Sia sul fronte bancario che su quello degli investimenti sulla manutenzione ora si attendono le decisioni dei due nuovi assessori. Nel primo caso la fotografia è chiarissima: il prestito era già scaduto ad aprile ma Marco Rettighieri e Armando Brandolese, dimessisi il primo settembre ma che all'epoca guidavano l'azienda, riuscirono ad ottenere una proroga semestrale perché diedero in pegno alle banche una parte del patrimonio immobiliare non strategico dell'Atac. I mattoni Atac furono valutati 98 milioni che gli istituti di credito giudicarono sufficienti per non chiedere l'immediata restituzione dei 167,5 milioni in gioco. L'uscita dalla naftalina dei palazzi e delle vecchie rimesse che l'Atac ha abbandonato da anni era uno dei pilastri del piano industriale formulato da Rettighieri e Brandolese per ridare fiato all'azienda e ridurne l'asfissiante debito. Ora il punto è: il piano industriale sarà confermato? In caso contrario, se dunque la giunta 5Stelle non volesse impegnare gli immobili Atac, quali garanzie potrà dare l'Azienda dei trasporti alle banche in cambio della proroga del prestito.

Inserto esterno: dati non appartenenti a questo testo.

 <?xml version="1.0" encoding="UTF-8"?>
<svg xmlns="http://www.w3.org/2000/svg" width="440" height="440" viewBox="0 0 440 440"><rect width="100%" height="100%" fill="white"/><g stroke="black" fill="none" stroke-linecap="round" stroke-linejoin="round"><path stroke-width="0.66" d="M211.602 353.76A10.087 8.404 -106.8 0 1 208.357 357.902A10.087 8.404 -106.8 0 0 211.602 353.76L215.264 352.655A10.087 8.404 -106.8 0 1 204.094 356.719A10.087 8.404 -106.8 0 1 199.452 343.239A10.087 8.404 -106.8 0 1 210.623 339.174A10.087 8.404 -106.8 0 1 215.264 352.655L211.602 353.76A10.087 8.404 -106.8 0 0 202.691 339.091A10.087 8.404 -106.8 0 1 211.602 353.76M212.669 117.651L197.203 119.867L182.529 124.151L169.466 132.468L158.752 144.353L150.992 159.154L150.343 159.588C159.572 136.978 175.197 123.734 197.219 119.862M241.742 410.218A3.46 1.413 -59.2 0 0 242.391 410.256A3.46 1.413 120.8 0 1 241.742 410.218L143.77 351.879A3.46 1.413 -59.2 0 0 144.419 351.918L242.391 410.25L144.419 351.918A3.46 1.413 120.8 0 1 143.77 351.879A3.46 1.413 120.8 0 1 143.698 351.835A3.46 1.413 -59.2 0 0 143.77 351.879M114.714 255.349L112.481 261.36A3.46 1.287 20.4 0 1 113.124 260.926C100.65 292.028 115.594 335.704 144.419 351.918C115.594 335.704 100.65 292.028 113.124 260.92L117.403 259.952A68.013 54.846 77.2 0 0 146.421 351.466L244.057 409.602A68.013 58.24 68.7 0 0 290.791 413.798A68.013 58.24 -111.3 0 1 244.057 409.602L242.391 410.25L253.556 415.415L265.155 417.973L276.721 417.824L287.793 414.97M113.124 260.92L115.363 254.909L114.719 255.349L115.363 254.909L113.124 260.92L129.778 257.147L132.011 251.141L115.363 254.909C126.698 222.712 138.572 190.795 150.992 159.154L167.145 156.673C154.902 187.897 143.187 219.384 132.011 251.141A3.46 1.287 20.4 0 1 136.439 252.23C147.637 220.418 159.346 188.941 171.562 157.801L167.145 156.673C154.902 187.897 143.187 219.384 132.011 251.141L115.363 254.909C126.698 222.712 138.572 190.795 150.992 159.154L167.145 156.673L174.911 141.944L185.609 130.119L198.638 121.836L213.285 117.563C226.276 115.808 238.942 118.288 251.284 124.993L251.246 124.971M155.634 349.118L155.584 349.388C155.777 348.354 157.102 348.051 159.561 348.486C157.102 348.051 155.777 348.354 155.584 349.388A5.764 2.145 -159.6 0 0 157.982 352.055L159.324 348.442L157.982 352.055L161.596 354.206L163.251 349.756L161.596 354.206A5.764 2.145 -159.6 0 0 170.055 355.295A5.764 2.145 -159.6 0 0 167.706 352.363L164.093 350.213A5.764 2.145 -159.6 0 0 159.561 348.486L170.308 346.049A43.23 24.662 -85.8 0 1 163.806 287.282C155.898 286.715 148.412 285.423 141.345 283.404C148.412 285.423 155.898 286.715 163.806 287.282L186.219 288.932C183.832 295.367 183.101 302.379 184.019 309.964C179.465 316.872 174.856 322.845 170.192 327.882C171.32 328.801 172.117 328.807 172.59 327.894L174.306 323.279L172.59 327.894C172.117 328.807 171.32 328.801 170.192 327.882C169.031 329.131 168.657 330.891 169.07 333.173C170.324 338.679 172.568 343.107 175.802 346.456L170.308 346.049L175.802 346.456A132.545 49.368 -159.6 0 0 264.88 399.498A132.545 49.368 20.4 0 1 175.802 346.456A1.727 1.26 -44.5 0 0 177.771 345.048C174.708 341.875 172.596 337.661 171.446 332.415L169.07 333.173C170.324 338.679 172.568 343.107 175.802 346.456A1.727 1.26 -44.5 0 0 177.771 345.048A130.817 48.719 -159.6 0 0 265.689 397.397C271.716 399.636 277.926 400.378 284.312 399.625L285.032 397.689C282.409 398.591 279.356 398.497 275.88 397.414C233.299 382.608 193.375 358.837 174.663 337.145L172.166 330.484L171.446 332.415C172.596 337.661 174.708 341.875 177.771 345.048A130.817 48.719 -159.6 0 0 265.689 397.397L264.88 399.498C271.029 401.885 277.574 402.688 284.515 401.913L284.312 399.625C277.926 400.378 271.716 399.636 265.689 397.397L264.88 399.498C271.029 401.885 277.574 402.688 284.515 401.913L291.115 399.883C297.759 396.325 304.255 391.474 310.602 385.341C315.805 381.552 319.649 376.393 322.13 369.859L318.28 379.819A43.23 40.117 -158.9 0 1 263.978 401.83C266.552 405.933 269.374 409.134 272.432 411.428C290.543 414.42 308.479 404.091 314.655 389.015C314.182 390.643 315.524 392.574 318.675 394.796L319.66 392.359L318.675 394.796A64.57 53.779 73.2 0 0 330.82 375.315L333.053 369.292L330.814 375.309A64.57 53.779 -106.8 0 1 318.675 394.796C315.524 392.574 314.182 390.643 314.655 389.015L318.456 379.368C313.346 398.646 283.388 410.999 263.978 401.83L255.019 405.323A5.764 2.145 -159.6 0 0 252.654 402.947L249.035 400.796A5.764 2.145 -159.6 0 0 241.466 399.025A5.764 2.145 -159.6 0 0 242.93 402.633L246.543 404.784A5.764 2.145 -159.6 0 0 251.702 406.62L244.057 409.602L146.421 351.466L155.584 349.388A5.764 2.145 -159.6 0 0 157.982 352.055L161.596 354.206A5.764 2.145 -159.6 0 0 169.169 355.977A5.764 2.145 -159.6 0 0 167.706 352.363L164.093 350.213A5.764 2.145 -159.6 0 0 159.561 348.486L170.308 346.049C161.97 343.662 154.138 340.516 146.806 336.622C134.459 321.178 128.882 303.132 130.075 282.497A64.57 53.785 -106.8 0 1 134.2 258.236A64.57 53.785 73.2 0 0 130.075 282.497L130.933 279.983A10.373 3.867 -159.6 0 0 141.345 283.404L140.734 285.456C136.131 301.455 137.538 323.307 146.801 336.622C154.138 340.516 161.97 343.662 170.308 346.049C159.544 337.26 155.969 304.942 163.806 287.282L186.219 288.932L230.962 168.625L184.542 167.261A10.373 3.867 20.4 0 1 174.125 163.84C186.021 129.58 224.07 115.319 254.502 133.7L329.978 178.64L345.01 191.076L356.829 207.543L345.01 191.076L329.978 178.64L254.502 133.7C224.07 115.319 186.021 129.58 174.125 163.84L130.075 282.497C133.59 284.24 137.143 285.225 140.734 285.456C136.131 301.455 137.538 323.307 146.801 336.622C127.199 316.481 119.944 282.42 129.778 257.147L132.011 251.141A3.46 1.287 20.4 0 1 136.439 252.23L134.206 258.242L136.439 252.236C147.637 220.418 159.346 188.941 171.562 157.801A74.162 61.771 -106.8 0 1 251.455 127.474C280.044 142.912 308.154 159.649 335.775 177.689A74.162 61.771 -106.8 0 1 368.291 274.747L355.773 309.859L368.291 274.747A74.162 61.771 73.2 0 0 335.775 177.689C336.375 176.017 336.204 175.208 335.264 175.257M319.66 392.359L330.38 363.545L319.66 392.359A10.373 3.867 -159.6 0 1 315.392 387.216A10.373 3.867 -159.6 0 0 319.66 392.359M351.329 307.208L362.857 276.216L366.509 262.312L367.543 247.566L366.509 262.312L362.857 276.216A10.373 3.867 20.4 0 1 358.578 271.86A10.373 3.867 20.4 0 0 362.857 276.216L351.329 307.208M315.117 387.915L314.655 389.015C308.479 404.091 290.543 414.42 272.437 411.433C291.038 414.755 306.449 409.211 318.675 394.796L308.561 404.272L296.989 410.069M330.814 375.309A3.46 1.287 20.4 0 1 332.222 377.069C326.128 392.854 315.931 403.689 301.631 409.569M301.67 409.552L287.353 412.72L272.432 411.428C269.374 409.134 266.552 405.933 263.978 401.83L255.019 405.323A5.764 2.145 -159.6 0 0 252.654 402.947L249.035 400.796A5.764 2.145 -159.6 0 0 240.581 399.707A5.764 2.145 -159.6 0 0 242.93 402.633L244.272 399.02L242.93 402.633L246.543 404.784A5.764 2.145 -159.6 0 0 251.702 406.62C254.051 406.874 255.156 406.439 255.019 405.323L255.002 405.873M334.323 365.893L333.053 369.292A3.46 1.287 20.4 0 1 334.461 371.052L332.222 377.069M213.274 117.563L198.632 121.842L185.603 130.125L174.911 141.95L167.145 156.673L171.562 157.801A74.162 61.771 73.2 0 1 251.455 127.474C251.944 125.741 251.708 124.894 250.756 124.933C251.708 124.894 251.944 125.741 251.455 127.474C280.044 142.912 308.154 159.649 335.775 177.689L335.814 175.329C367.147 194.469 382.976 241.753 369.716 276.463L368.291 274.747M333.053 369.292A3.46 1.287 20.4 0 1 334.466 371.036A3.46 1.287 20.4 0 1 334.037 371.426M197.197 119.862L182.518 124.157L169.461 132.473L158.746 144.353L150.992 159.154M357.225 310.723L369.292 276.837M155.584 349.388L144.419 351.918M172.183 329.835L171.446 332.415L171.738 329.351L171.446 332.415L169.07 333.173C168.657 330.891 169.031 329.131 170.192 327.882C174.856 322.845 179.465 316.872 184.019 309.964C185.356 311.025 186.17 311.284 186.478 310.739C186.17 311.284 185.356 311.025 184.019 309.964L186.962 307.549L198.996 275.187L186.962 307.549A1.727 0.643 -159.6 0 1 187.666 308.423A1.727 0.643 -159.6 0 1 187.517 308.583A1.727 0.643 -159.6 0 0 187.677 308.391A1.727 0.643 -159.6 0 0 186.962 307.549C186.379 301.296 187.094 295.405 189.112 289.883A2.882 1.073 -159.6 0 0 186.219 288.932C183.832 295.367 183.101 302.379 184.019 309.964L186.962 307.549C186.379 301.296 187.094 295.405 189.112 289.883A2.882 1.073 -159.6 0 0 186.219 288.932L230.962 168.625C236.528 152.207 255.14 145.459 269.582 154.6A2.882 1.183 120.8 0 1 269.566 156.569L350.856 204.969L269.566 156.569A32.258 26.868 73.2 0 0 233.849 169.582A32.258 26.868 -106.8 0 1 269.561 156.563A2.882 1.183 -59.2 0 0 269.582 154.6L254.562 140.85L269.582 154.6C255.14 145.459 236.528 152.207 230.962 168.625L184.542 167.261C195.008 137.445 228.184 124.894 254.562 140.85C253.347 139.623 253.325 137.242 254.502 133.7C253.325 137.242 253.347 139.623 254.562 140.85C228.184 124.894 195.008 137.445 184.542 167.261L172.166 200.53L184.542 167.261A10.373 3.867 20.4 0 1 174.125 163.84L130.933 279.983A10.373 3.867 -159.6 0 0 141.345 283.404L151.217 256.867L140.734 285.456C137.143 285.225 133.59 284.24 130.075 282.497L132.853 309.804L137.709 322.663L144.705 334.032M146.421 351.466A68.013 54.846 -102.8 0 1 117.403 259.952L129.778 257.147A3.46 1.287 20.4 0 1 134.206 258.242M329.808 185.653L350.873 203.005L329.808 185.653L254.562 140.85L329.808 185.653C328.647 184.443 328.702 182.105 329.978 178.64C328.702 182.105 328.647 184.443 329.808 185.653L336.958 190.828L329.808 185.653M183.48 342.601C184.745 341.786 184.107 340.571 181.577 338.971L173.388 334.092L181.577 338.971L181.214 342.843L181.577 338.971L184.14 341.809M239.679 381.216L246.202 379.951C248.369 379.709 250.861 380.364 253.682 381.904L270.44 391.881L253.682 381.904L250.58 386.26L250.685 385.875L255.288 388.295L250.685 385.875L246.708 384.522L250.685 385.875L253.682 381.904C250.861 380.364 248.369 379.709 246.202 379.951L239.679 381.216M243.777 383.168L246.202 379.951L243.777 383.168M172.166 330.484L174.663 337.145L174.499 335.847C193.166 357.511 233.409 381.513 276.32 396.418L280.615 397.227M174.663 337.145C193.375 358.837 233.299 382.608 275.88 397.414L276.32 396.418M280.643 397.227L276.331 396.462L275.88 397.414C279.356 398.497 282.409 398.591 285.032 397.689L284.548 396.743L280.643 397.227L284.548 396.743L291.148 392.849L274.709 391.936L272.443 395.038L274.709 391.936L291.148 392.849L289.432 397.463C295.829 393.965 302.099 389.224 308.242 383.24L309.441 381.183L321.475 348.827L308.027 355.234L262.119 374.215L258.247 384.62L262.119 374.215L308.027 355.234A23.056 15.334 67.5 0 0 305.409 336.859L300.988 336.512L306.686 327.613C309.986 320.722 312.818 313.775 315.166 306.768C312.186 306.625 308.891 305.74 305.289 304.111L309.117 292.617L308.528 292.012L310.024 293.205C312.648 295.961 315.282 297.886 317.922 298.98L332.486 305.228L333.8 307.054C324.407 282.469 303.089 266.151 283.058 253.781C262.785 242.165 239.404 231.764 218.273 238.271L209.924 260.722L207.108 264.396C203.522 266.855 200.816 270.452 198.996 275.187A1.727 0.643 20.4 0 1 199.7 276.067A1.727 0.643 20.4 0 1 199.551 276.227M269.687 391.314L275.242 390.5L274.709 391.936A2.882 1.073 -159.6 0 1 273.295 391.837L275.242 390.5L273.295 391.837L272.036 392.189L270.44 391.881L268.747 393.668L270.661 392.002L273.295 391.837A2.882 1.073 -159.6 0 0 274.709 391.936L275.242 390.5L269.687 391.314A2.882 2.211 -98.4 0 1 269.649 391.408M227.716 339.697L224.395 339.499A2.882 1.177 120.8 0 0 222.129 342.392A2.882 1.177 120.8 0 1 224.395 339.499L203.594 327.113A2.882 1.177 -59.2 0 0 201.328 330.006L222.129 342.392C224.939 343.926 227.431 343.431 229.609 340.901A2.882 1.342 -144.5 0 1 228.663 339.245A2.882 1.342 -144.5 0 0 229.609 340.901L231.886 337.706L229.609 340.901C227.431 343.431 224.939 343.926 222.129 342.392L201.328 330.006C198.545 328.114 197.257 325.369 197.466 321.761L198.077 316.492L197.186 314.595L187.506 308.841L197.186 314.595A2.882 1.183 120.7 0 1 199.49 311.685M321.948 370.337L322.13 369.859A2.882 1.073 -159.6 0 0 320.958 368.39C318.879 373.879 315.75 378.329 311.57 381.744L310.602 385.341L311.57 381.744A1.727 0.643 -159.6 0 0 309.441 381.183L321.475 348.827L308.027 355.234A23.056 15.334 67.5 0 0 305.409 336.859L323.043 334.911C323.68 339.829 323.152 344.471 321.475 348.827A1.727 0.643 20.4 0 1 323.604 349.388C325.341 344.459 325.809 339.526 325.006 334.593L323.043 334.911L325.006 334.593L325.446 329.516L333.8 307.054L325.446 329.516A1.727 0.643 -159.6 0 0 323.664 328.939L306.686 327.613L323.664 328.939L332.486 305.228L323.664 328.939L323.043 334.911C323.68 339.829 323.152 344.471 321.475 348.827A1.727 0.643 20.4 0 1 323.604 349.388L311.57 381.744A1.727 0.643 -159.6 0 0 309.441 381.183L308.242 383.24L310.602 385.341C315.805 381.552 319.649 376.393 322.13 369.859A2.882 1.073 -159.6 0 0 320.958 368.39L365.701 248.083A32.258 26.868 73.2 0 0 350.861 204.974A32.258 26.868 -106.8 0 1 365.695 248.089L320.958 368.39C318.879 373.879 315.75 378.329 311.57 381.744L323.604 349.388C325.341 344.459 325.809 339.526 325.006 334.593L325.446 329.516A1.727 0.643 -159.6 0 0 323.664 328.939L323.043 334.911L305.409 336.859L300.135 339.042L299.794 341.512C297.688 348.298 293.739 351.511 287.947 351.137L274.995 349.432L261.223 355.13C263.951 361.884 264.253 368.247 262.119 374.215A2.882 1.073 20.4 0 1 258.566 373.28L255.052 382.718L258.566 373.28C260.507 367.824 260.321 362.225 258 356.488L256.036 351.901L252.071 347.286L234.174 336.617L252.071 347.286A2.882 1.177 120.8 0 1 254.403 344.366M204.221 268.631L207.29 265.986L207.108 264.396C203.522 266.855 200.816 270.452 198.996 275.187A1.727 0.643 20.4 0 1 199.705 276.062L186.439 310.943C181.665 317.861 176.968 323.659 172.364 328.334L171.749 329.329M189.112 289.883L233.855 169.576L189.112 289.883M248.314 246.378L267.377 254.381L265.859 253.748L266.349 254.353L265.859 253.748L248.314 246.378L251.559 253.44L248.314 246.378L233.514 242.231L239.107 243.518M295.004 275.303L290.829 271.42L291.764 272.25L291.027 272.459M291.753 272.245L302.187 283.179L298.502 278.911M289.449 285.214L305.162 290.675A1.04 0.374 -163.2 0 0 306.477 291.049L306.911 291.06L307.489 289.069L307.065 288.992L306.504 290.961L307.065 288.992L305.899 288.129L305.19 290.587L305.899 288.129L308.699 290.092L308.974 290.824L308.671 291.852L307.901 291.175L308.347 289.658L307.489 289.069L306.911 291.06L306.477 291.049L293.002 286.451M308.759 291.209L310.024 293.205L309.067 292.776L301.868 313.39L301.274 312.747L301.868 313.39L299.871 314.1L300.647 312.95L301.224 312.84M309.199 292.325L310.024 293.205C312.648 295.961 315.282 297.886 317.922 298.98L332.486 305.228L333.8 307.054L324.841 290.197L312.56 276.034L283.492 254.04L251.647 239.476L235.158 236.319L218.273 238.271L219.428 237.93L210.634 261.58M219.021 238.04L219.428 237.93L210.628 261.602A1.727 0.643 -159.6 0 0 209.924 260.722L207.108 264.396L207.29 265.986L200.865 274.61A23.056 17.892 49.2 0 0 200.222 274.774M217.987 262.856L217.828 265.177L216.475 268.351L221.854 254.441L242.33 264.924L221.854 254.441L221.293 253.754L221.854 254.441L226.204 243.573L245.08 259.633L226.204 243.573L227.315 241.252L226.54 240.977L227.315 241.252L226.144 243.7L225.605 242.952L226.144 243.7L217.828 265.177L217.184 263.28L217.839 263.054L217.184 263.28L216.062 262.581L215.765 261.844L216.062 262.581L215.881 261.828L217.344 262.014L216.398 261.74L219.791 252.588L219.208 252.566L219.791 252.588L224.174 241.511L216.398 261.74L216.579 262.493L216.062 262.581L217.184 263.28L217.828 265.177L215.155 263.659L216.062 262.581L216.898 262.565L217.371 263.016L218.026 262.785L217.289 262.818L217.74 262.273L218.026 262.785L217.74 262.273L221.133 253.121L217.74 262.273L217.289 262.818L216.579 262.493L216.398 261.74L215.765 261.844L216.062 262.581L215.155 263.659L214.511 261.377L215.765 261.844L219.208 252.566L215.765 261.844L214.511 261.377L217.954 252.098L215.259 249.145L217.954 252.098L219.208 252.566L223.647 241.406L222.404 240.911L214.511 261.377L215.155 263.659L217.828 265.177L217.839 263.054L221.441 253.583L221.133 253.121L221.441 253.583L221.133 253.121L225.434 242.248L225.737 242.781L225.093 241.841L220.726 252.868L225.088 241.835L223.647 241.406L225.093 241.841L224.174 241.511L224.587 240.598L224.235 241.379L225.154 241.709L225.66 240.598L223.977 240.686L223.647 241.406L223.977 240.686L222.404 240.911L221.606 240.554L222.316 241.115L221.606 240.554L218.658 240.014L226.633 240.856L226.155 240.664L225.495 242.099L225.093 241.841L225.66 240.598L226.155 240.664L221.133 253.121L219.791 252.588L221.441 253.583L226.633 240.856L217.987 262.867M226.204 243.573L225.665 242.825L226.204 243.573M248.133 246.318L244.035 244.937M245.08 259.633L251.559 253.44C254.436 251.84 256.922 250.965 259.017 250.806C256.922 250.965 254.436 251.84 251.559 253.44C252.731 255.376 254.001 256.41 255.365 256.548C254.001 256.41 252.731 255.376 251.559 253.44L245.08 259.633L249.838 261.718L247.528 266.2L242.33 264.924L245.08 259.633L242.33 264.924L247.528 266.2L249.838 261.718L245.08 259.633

LA CERTEZZAUn paletto è già fissato: i quattro istituti di credito non hanno nessun margine di flessibilità perché, com'è noto, la quantità di prestiti a rischio in Italia è già considerata troppo alta. Insomma, senza garanzie vere l'Atac non potrà contare su altro ossigeno dalle banche e questo dato equivale ad un macigno per una società che fattura (compresi i fondi forniti dal Comune sulla base del Contratto di servizio) poco più di un miliardo di euro l'anno. Senza considerare che salterebbero tutti gli equilibri del bilancio Atac che - se non ci fossero le spese per interessi e per ammortamenti - nel 2015 era impostato per raggiungere un utile (Margine operativo lordo in termini tecnici) di 30 milioni.
Il nodo della liquidità diventerebbe ancora più strategico se il Comune a guida 5Stelle dovesse cambiare idea sui 40 milioni destinati alla manutenzione straordinaria.
Questi soldi fanno parte di un pacchetto di 58 milioni che l'Atac attende dal Campidoglio dal 2015. L'azienda finora ha ricevuto, con un ritardo di qualche settimana rispetto alla scadenza di Ferragosto, i 18 milioni che il precedente assessore al Bilancio, Marcello Minnenna, aveva trovato prima di dimettersi. Questi denari stanno servendo per pagare lavori improrogabili sui treni della linea A della metro che altrimenti si sarebbero dovuti fermare.
Ma senza gli ulteriori 40 milioni la frequenza dei treni tornerebbe a rischio. Sempre ammesso che l'incubo default dell'Atac resti un incubo.